NO.... no, no , no, no, no, no NO!! FUC*ING NO!!! F*CK!!!!

nobody in their right mind would ever invade Canada... this isn't because of Canada's foreign policy with terrorists or because canada is full of hippies who would rather take a nuke up the ass rather than step on anybody's toes... it's because anybody who would want to fight canada knows they would be dealing with the US ...(and the "commonwealth" i suppose)

need i remind you that canada spawned from france?? do you know how many times the US saved France's ass??? ...i don't actually know

if your theory of how valuable your fu*king clean water is is actually true, then why aren't people trying to take over canada so they'll have all the valuable water when the time comes??

there are 2 possibilities...

1) you're theory is complete sh*t...
2) my "theory" says that even if your theory is true, people still wouldn't invade canada because the US would "put a boot in their ass... it's the American way"

...by the way, it's not one OR two... it's one AND two...

GOD BLESS AMERICA!!!!


----------



## Puff (Feb 14, 2005)

i was simply using one theory in the same way that you used one.

but you just proved yourself a complete f*cking twat with that post.

i hope the doc dropped you on your head when you were born. or else they're starting to let the mentally handicapped breed. i feel sorry for your children...if you ever figure out how to concieve one.

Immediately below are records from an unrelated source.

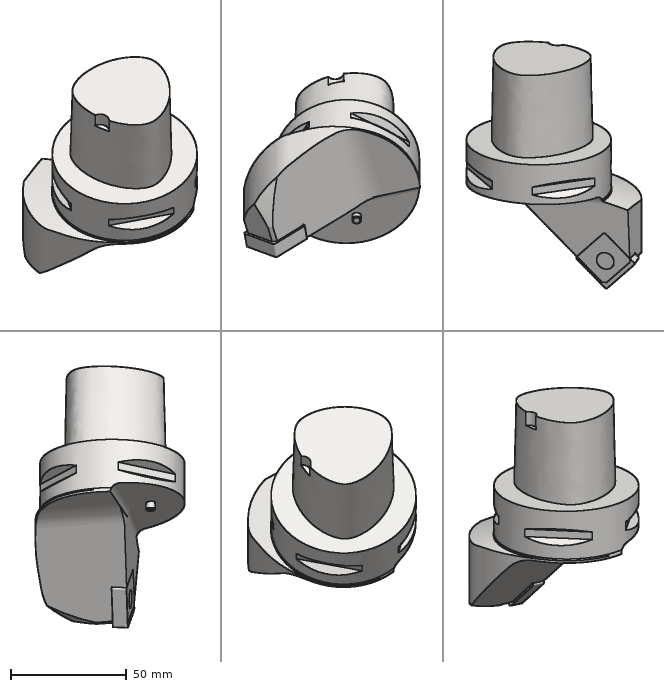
import cadquery as cq
import math


SHANK_HEIGHT = 37.8
BASE_RADIUS = 22.0
BASE_LOBE = 1.6
TOP_RADIUS = 21.2
TOP_LOBE = 1.5
NOTCH_RADIUS = 4.0
NOTCH_DEPTH = 6.3
NOTCH_AXIS_Y = -21.4

FLANGE_RADIUS = 63.0 / 2
FLANGE_HEIGHT = 22.2
LIP_RADIUS = 31.8
LIP_TOP = -23.0
LIP_BOTTOM = -24.1
SLOT_FLOOR = 27.9
SLOT_CENTRE_Z = -12.2
SLOT_FLOOR_HEIGHT = 3.5
SLOT_FLANK_ANGLE = 30
SLOT_COUNT = 4

HEAD_LEFT = -42.8
HEAD_FRONT = -35.6
HEAD_RIGHT = 17.4
RELIEF_START_Y = -14.1
RELIEF_END_Y = -35.9
RELIEF_END_Z = -54.1
SHOULDER_REACH = 15.4
FLANK_ANGLE = 45
SHOULDER_ANGLE = 15
HEAD_BOTTOM = -61.8
BOTTOM_LEFT = -31.9
BOTTOM_RIGHT = -29.7
FLANK_BLEND = 15.4
SPACE = 102.5

UNDERSIDE_EDGE = -18.2
UNDERSIDE_SLOPE = 0.08
WALL_Y = 6.0
CHIP_BLEND = 4.6
RAKE_SLOPE = 0.09

NOZZLE_DIAMETER = 4.0
NOZZLE_Y = 17.0
NOZZLE_BOTTOM = -22.8
NOZZLE_CHAMFER = 0.5

INSERT_SIDE = 19.3
INSERT_THICKNESS = 6.6
INSERT_CORNER = 0.8
INSERT_HOLE = 7.9
INSERT_X = -31.7
INSERT_Y = 0.9
INSERT_Z = -51.4


def rake_y(x, z):
    """Y of the rake plane, which holds the insert's outer face."""
    return INSERT_Y + RAKE_SLOPE * (x - INSERT_X + z - INSERT_Z)


def underside_z(y):
    return UNDERSIDE_EDGE - UNDERSIDE_SLOPE * (FLANGE_RADIUS - y)


def lobed_point(turn, radius, lobe):
    """Point of a constant-width three-lobed outline, one lobe pointing to +Y."""
    angle = 2 * math.pi * turn
    reach = radius - lobe * math.sin(3 * angle)
    rate = -3 * lobe * math.cos(3 * angle)
    return (
        reach * math.cos(angle) - rate * math.sin(angle),
        reach * math.sin(angle) + rate * math.cos(angle),
    )


def make_shank():
    shank = (
        cq.Workplane("XY")
        .parametricCurve(lambda turn: lobed_point(turn, BASE_RADIUS, BASE_LOBE))
        .workplane(offset=SHANK_HEIGHT)
        .parametricCurve(lambda turn: lobed_point(turn, TOP_RADIUS, TOP_LOBE))
        .loft(ruled=True)
    )
    notch = (
        cq.Workplane("XY", origin=(0, NOTCH_AXIS_Y, SHANK_HEIGHT - NOTCH_DEPTH))
        .circle(NOTCH_RADIUS)
        .extrude(NOTCH_DEPTH)
    )
    return shank.cut(notch)


def make_flange():
    flange = (
        cq.Workplane("XZ")
        .moveTo(0, 0)
        .lineTo(FLANGE_RADIUS, 0)
        .lineTo(FLANGE_RADIUS, -FLANGE_HEIGHT)
        .lineTo(LIP_RADIUS, LIP_TOP)
        .lineTo(LIP_RADIUS, LIP_BOTTOM)
        .lineTo(0, LIP_BOTTOM)
        .close()
        .revolve(360, (0, 0, 0), (0, 1, 0))
    )
    floor = SLOT_FLOOR_HEIGHT / 2
    depth = LIP_RADIUS - SLOT_FLOOR
    mouth = floor + depth * math.tan(math.radians(SLOT_FLANK_ANGLE))
    slot = (
        cq.Workplane("XZ", origin=(0, 0, SLOT_CENTRE_Z))
        .polyline([
            (SLOT_FLOOR, -floor),
            (SLOT_FLOOR, floor),
            (LIP_RADIUS, mouth),
            (LIP_RADIUS, -mouth),
        ])
        .close()
        .extrude(FLANGE_RADIUS, both=True)
    )
    for index in range(SLOT_COUNT):
        angle = (index + 0.5) * 360 / SLOT_COUNT
        flange = flange.cut(slot.rotate((0, 0, 0), (0, 0, 1), angle))
    return flange


def shoulder_envelope():
    """Space below the conical shoulder that leads from the lip to the head."""
    outer = LIP_RADIUS + SHOULDER_REACH
    fall = SHOULDER_REACH * math.tan(math.radians(SHOULDER_ANGLE))
    return (
        cq.Workplane("XZ")
        .polyline([
            (0, LIP_TOP),
            (LIP_RADIUS, LIP_TOP),
            (outer, LIP_TOP - fall),
            (outer, -SPACE),
            (0, -SPACE),
        ])
        .close()
        .revolve(360, (0, 0, 0), (0, 1, 0))
    )


def flank_envelope():
    """Space kept between the two 45 degree flanks, through the whole depth."""
    corner_x = BOTTOM_RIGHT + LIP_BOTTOM - HEAD_BOTTOM
    half_turn = math.radians(FLANK_ANGLE / 2)
    tangent = FLANK_BLEND * math.tan(half_turn)
    diagonal = tangent * math.cos(math.radians(FLANK_ANGLE))
    middle_run = FLANK_BLEND * math.sin(half_turn)
    middle_drop = FLANK_BLEND * (1 - math.cos(half_turn))
    return (
        cq.Workplane("XZ")
        .moveTo(BOTTOM_LEFT, HEAD_BOTTOM)
        .lineTo(BOTTOM_RIGHT, HEAD_BOTTOM)
        .lineTo(corner_x - diagonal, LIP_BOTTOM - diagonal)
        .threePointArc(
            (corner_x + tangent - middle_run, LIP_BOTTOM - middle_drop),
            (corner_x + tangent, LIP_BOTTOM),
        )
        .lineTo(SPACE, LIP_BOTTOM)
        .lineTo(SPACE, 0)
        .lineTo(BOTTOM_LEFT + HEAD_BOTTOM, 0)
        .close()
        .extrude(SPACE, both=True)
    )


def front_relief():
    """Space removed below the head, curving up toward its front side."""
    return (
        cq.Workplane("YZ")
        .moveTo(RELIEF_START_Y, HEAD_BOTTOM)
        .threePointArc((-25.8, -58.4), (RELIEF_END_Y, RELIEF_END_Z))
        .lineTo(RELIEF_END_Y, -SPACE)
        .lineTo(RELIEF_START_Y, -SPACE)
        .close()
        .extrude(SPACE, both=True)
    )


def make_head():
    outline = (
        cq.Workplane("XY", origin=(0, 0, -SPACE))
        .moveTo(HEAD_LEFT, WALL_Y)
        .lineTo(HEAD_LEFT, -13.5)
        .threePointArc((-35.0, -25.7), (-23.1, -34.2))
        .threePointArc((-20.0, -35.3), (-16.8, HEAD_FRONT))
        .lineTo(-10.6, HEAD_FRONT)
        .threePointArc((4.8, -33.0), (HEAD_RIGHT, -26.5))
        .lineTo(HEAD_RIGHT, WALL_Y)
        .close()
        .extrude(SPACE)
    )
    head = outline.intersect(shoulder_envelope()).intersect(flank_envelope())
    return head.cut(front_relief())


def chip_space(wall_y, wall_slope):
    """Space behind a wall and below the flange underside, blended between them."""
    corner_z = underside_z(wall_y)
    space = (
        cq.Workplane("YZ")
        .polyline([
            (wall_y, corner_z),
            (SPACE, underside_z(SPACE)),
            (SPACE, -SPACE),
            (wall_y - wall_slope * (SPACE + corner_z), -SPACE),
        ])
        .close()
        .extrude(SPACE, both=True)
    )
    corner = cq.selectors.NearestToPointSelector((0, wall_y, corner_z))
    return space.edges(corner).fillet(CHIP_BLEND)


def make_nozzle():
    top = underside_z(NOZZLE_Y + NOZZLE_DIAMETER)
    return (
        cq.Workplane("XY", origin=(0, NOZZLE_Y, NOZZLE_BOTTOM))
        .circle(NOZZLE_DIAMETER / 2)
        .extrude(top - NOZZLE_BOTTOM)
        .faces("<Z")
        .chamfer(NOZZLE_CHAMFER)
    )


def make_insert_blank():
    rake = cq.Plane(
        origin=(INSERT_X, INSERT_Y, INSERT_Z),
        xDir=(1, 2 * RAKE_SLOPE, 1),
        normal=(-RAKE_SLOPE, 1, -RAKE_SLOPE),
    )
    return (
        cq.Workplane(rake)
        .sketch()
        .rect(INSERT_SIDE, INSERT_SIDE)
        .vertices()
        .fillet(INSERT_CORNER)
        .finalize()
        .extrude(-INSERT_THICKNESS)
    )


def make_insert():
    centre = (INSERT_X, INSERT_Y, INSERT_Z)
    return make_insert_blank().faces(">Y").workplane(origin=centre).hole(INSERT_HOLE)


def make_holder():
    axis_wall_y = rake_y(0, underside_z(WALL_Y))
    rake_turn = math.degrees(math.atan(RAKE_SLOPE))
    rake_space = chip_space(axis_wall_y, RAKE_SLOPE).rotate((0, 0, 0), (0, 0, 1), rake_turn)
    holder = make_flange().union(make_head())
    holder = holder.cut(chip_space(WALL_Y, 0)).cut(rake_space)
    holder = holder.union(make_shank()).union(make_nozzle())
    return holder.cut(make_insert_blank())


holder = make_holder()
insert = make_insert()

result = cq.Compound.makeCompound([holder.val(), insert.val()])

and what's up with the generic "god bless america" bullshit at the end of your post. try to be original for once buddy, or is that what you always say when you think you've proven yourself?


----------



## Hemi (Nov 13, 2005)

no one would invade canada ever

this is why

the US would not allow it 
it would make it way to easy to hurt us

so in all reallity 
you guys never need a dam army 
cuz we will fight your battles

and El---Twit---cho
keep your head up your ass 
if the country has a nuke and an airport 
they can drop that nuke on anyone
delay a flight to LA 
send a plane up with a nuke 
as its going to land 
drop the nuke

long range short range 
nukes kill long after there dropped 
i believe its 15 years for the radiation to be livable again

and the fact you could be obliviuos to the fact that 
if 1 nuke is launched 
then more are to come 
makes me wonder if your french canadian

if we were talking no nuke 
i wouldnt give a sh*t 
i would go to my other house up in the mountians 
its so far away from anything 
id be safe 
oneonta is the closest major town to the house 
and thats still 30 mins away

think about this 
instead of sending AID to other countries 
if we just took over 
our economy would be that much better 
cuz we wouldnt be owed money
we would make the world diffrent 
other countries could keep ther beliefs 
in religon and traditions 
but have commonly followed laws 
like dont kill people and such
and they would have a better way of life
instead of there blatently corrupt governments 
they could have our super duper cover up specialists for a government
and maybe with our police force there 
they could have a normal way of life 
some sorta peace 
the AID money could be used to for instance 
make man made rivers through africa 
that would help there soil become fertile
there countries would also benifit from our economy 
and they might actually make more in salaries
i mean there are countries like the US out there 
were they try to keep social morals up 
we aint perfectionist at it 
be were doing a pretty good dam job

also the best most obvious point 
there would be no more need to worry if the US is gonna
KICK YOUR ASS

so in all reality 
would it be so bad if the middle east , africa , and other tuff to live places 
were part of the US ???/

this country 
these united states 
were born fighting 
we kicked the englishes ass 
and made our country great

we stopped the dam south in there crusade to destroy our states

and prevaled in making an awsome place to be 
when we win 
were usually right 
its just the sweet smell of freedom 
has been lost in the minds of some people 
to were its not right to fight

if its worth something 
then its worth fighting for 
and thats the god dammed truth


----------



## Puff (Feb 14, 2005)

why dont we all roll a gigantic cross continent fatty and all get stoned?


----------



## r1dermon (Mar 9, 2005)

dude, ok...what's your point? do we not give the most aid out of anyone in the world? im sure i'd be disgusted at a lot of things, but the fact is the fact, and the fact is, america gives more money than anyone in the world...not to mention military services.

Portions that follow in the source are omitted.